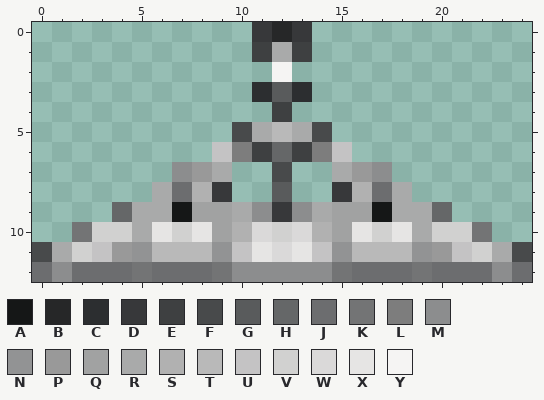
A pixel-art sprite gets an edit: branches/Grafics_Under_Development/madtulip/ship parts/generic/landing gear 2/madtulip_landing_gear_2_icon.png. The picture above is the old version.
The file is 25x13 pixels. Colours within 5 levels of each other are drawn and written as one.
Palette (. is transparent): A #151717  B #262728  C #2c2e30  D #37383a  E #3e4041  F #484a4b  G #595b5c  H #656768  J #6c6d6f  K #737475  L #7d7d7d  M #8c8d8e  N #929394  P #999999  Q #a1a2a2  R #a9aaaa  S #b1b1b1  T #b9b9b9  U #c4c3c4  V #d1d1d0  W #dad9d9  X #e6e5e4  Y #f5f4f3
Pixels before, first column x 0:
 0 ...........DBD...........
 1 ...........ERE...........
 2 ............Y............
 3 ...........CGC...........
 4 ............E............
 5 ..........FRTRF..........
 6 .........ULEHELU.........
 7 .......MPR..F..RPM.......
 8 ......RJSD..G..DSJR......
 9 ....HRRAQQRMDMRQQARRH....
10 ..KVVRXVXQSWVWSQXVXRVVK..
11 FRVUPNTTTNUXWXUNTTTNPUVRF
12 JMJJJKJJJKMMMMMKJJJKJJJMJ
And afterwards:
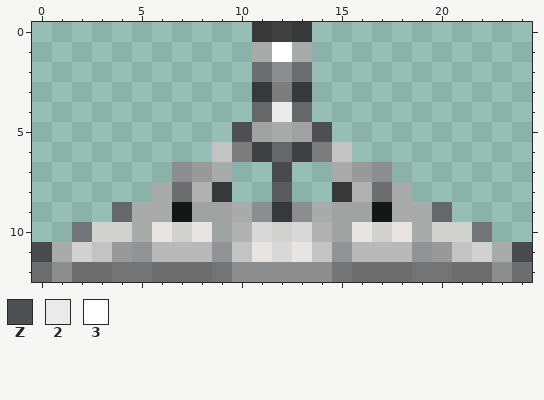
Colours new in this view: Z #4e4f50  2 #ebeaea  3 #ffffff
The edit:
y 0: x 12 B -> E
y 1: x 11..13 ERE -> R3R
y 2: x 11..13 .Y. -> JMJ
y 3: x 11..13 CGC -> DLD
y 4: x 11..13 .E. -> H2H
y 5: x 10..14 FRTRF -> ZQRQZ
y 12: x 4 J -> K; x 20 J -> K
—————
* _WORK TASK_:
With the pictures omitted, repeat the full set of records above exactly.

* _YOUR RESPONSE_:
A pixel-art sprite gets an edit: branches/Grafics_Under_Development/madtulip/ship parts/generic/landing gear 2/madtulip_landing_gear_2_icon.png. The picture above is the old version.
The file is 25x13 pixels. Colours within 5 levels of each other are drawn and written as one.
Palette (. is transparent): A #151717  B #262728  C #2c2e30  D #37383a  E #3e4041  F #484a4b  G #595b5c  H #656768  J #6c6d6f  K #737475  L #7d7d7d  M #8c8d8e  N #929394  P #999999  Q #a1a2a2  R #a9aaaa  S #b1b1b1  T #b9b9b9  U #c4c3c4  V #d1d1d0  W #dad9d9  X #e6e5e4  Y #f5f4f3
Pixels before, first column x 0:
 0 ...........DBD...........
 1 ...........ERE...........
 2 ............Y............
 3 ...........CGC...........
 4 ............E............
 5 ..........FRTRF..........
 6 .........ULEHELU.........
 7 .......MPR..F..RPM.......
 8 ......RJSD..G..DSJR......
 9 ....HRRAQQRMDMRQQARRH....
10 ..KVVRXVXQSWVWSQXVXRVVK..
11 FRVUPNTTTNUXWXUNTTTNPUVRF
12 JMJJJKJJJKMMMMMKJJJKJJJMJ
And afterwards:
Colours new in this view: Z #4e4f50  2 #ebeaea  3 #ffffff
The edit:
y 0: x 12 B -> E
y 1: x 11..13 ERE -> R3R
y 2: x 11..13 .Y. -> JMJ
y 3: x 11..13 CGC -> DLD
y 4: x 11..13 .E. -> H2H
y 5: x 10..14 FRTRF -> ZQRQZ
y 12: x 4 J -> K; x 20 J -> K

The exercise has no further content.